Quadratic equations: solving x^2 + 8x + k = 0, given that 2 is a root

[mech649]

so i know how to solve quadratic equations, but i get a littler confused when they are given to me with solutions like this.

\(\displaystyle \mbox{5. If }\, 2\, \mbox{ is one of the solu}\mbox{tions of the equa}\mbox{tion }\, x^2\, +\, 8x\, +\, k\, =\, 0,\)

. . . . .\(\displaystyle \mbox{find }\, k\, \mbox{ and the other solution.}\)

\(\displaystyle \mbox{6. If }\, -3\, \mbox{ is one of the solu}\mbox{tions of the equa}\mbox{tion }\, x^2\, -\, kx\, +\, 3\, =\, 0,\)

. . . . .\(\displaystyle \mbox{find }\, k\, \mbox{ and the other solution.}\)

\(\displaystyle \mbox{7. Find }\, k\, \mbox{ such that }\, -1\, +\, \sqrt{\strut 5\,}\, \mbox{ is a solution of } x^2\, +\, 2x\, +\, k\, =\, 0.\)

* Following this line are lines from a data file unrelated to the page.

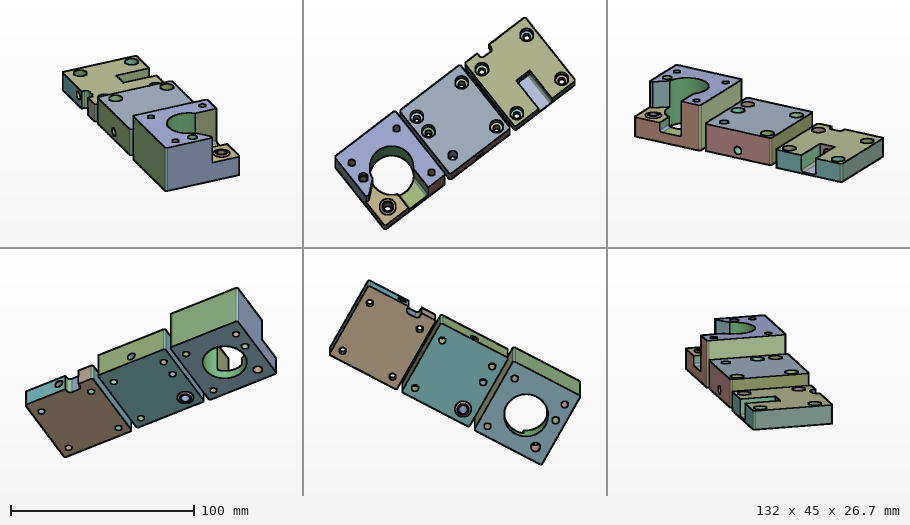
import cadquery as cq

block_width = 42.0
block_length = 45.0
block_gap = 3.0
block_pitch = block_width + block_gap
corner_radius = 1.0
rear_y = block_length
centre_x = block_width / 2

screw_spacing = 31.0
screw_left = (block_width - screw_spacing) / 2
screw_right = block_width - screw_left
screw_rear = rear_y - screw_left
screw_front = screw_rear - screw_spacing
extra_screw_offset = 10.3
extra_screw_y = screw_front + extra_screw_offset
screw_diameter = 3.7
head_diameter = 7.3
head_depth = 6.0

passage_diameter = 4.5
slot_fillet = 1.3

cover_height = 10.7
cover_passage_z = 6.2
cover_slot_width = 9.2
cover_slot_length = 19.9
cover_slot_floor = 1.0
notch_x = 29.0
notch_width = 8.0
notch_depth = 3.7
notch_radius = 2.0

locator_x = 34.2
locator_rear_inset = 7.5
locator_y = rear_y - locator_rear_inset
locator_hole_diameter = 5.0
boss_height = 0.7
boss_base_diameter = 9.0
boss_tip_diameter = 6.2

middle_height = 16.0
middle_passage_z = 5.1

motor_height = 26.7
ledge_z = 11.4
bore_diameter = 24.0
bore_y = rear_y - centre_x
motor_slot_left = 12.0
motor_slot_width = 13.6
motor_slot_floor = 6.0
ledge_wall_y = 28.2
ledge_wall_bend_x = 40.0
ledge_wall_inner_x = 31.4
ledge_wall_inner_y = 21.1
wide_hole_diameter = 5.0
wide_hole_depth = 6.0
wide_hole_exit_diameter = 4.0


def box(x_min, x_max, y_min, y_max, z_min, z_max):
    """Box given by its limits along each axis."""
    size = (x_max - x_min, y_max - y_min, z_max - z_min)
    return cq.Workplane().box(*size, centered=False).translate((x_min, y_min, z_min))


def drill(x, y, z_min, z_max, diameter):
    """Vertical cylinder used as a cutter."""
    return cq.Workplane(origin=(x, y, z_min)).circle(diameter / 2).extrude(z_max - z_min)


def cone(x, y, z_min, height, lower_diameter, upper_diameter):
    """Vertical truncated cone."""
    return cq.Workplane(
        cq.Solid.makeCone(lower_diameter / 2, upper_diameter / 2, height, cq.Vector(x, y, z_min))
    )


def rounded_block(z_min, height):
    """Plain block with its four vertical edges rounded."""
    return box(0, block_width, 0, block_length, z_min, z_min + height).edges("|Z").fillet(corner_radius)


def cut_screw_holes(block, positions, top_z):
    """Counterbored screw holes through the full height."""
    for x, y in positions:
        block = block.cut(drill(x, y, 0, top_z, screw_diameter))
        block = block.cut(drill(x, y, top_z - head_depth, top_z, head_diameter))
    return block


def cut_passage(block, z):
    """Horizontal hole along Y, in the middle of the width."""
    passage = (
        cq.Workplane("XZ", origin=(centre_x, 0, z)).circle(passage_diameter / 2).extrude(-block_length)
    )
    return block.cut(passage)


def make_slot(x_min, x_max, y_min, floor_z, top_z):
    """Cutter for a slot that is open at the top and rear, with filleted floor corners."""
    slot = box(x_min, x_max, y_min, rear_y, floor_z, top_z)
    return slot.edges("|Y and <Z").fillet(slot_fillet)


def make_cover():
    cover = rounded_block(0, cover_height)
    screws = [(x, y) for x in (screw_left, screw_right) for y in (screw_front, screw_rear)]
    cover = cut_screw_holes(cover, screws, cover_height)
    cover = cut_passage(cover, cover_passage_z)
    cover = cover.cut(
        make_slot(
            centre_x - cover_slot_width / 2,
            centre_x + cover_slot_width / 2,
            rear_y - cover_slot_length,
            cover_slot_floor,
            cover_height,
        )
    )
    notch = box(
        notch_x - notch_width / 2, notch_x + notch_width / 2, 0, notch_depth, 0, cover_height
    )
    return cover.cut(notch.edges("|Z and >Y").fillet(notch_radius))


def make_middle_block():
    top_z = boss_height + middle_height
    block = rounded_block(boss_height, middle_height)
    block = block.union(
        cone(locator_x, locator_y, 0, boss_height, boss_tip_diameter, boss_base_diameter)
    )
    block = block.cut(drill(locator_x, locator_y, 0, top_z, locator_hole_diameter))
    screws = [
        (screw_left, screw_front),
        (screw_left, screw_rear),
        (screw_right, screw_front),
        (screw_right, extra_screw_y),
    ]
    block = cut_screw_holes(block, screws, top_z)
    return cut_passage(block, middle_passage_z)


def make_ledge_cutter():
    """Space above the rear ledge, bounded in front by a bent wall that starts inside the bore."""
    outline = (
        cq.Workplane(origin=(0, 0, ledge_z))
        .moveTo(motor_slot_left, rear_y)
        .lineTo(motor_slot_left, bore_y)
        .lineTo(ledge_wall_inner_x, ledge_wall_inner_y)
        .lineTo(ledge_wall_bend_x, ledge_wall_y)
        .lineTo(block_width, ledge_wall_y)
        .lineTo(block_width, rear_y)
        .close()
    )
    return outline.extrude(motor_height - ledge_z)


def make_motor_block():
    block = rounded_block(0, motor_height)
    block = block.cut(make_ledge_cutter())
    block = block.cut(drill(centre_x, bore_y, 0, motor_height, bore_diameter))
    block = block.cut(
        make_slot(
            motor_slot_left, motor_slot_left + motor_slot_width, bore_y, motor_slot_floor, motor_height
        )
    )
    for x, y in [(screw_left, screw_front), (screw_left, screw_rear), (screw_right, screw_front)]:
        block = block.cut(drill(x, y, 0, motor_height, screw_diameter))
    block = block.cut(drill(screw_right, extra_screw_y, 0, motor_height, wide_hole_exit_diameter))
    block = block.cut(
        drill(screw_right, extra_screw_y, motor_height - wide_hole_depth, motor_height, wide_hole_diameter)
    )
    block = block.union(
        cone(locator_x, locator_y, ledge_z, boss_height, boss_base_diameter, boss_tip_diameter)
    )
    return block.cut(drill(locator_x, locator_y, 0, ledge_z + boss_height, locator_hole_diameter))


cover = make_cover()
middle_block = make_middle_block().translate((block_pitch, 0, 0))
motor_block = make_motor_block().translate((2 * block_pitch, 0, 0))

result = cq.Compound.makeCompound([cover.val(), middle_block.val(), motor_block.val()])

what exactly am i suppose to do with the solutions that they give?

 

[Johulus]

so i know how to solve quadratic equations, but i get a littler confused when they are given to me with solutions like this.

what exactly am i suppose to do with the solutions that they give?

So, for the fifth task: \(\displaystyle x^2-8x+k=0 \, \rightarrow \, k=-x^2+8x \). And your task states that: \(\displaystyle x_1=2 \). Now, try to work it out on your own from here. It is really obvious. One solution is actually 'x'. So, how to get k if: \(\displaystyle k=-x^2+8x \).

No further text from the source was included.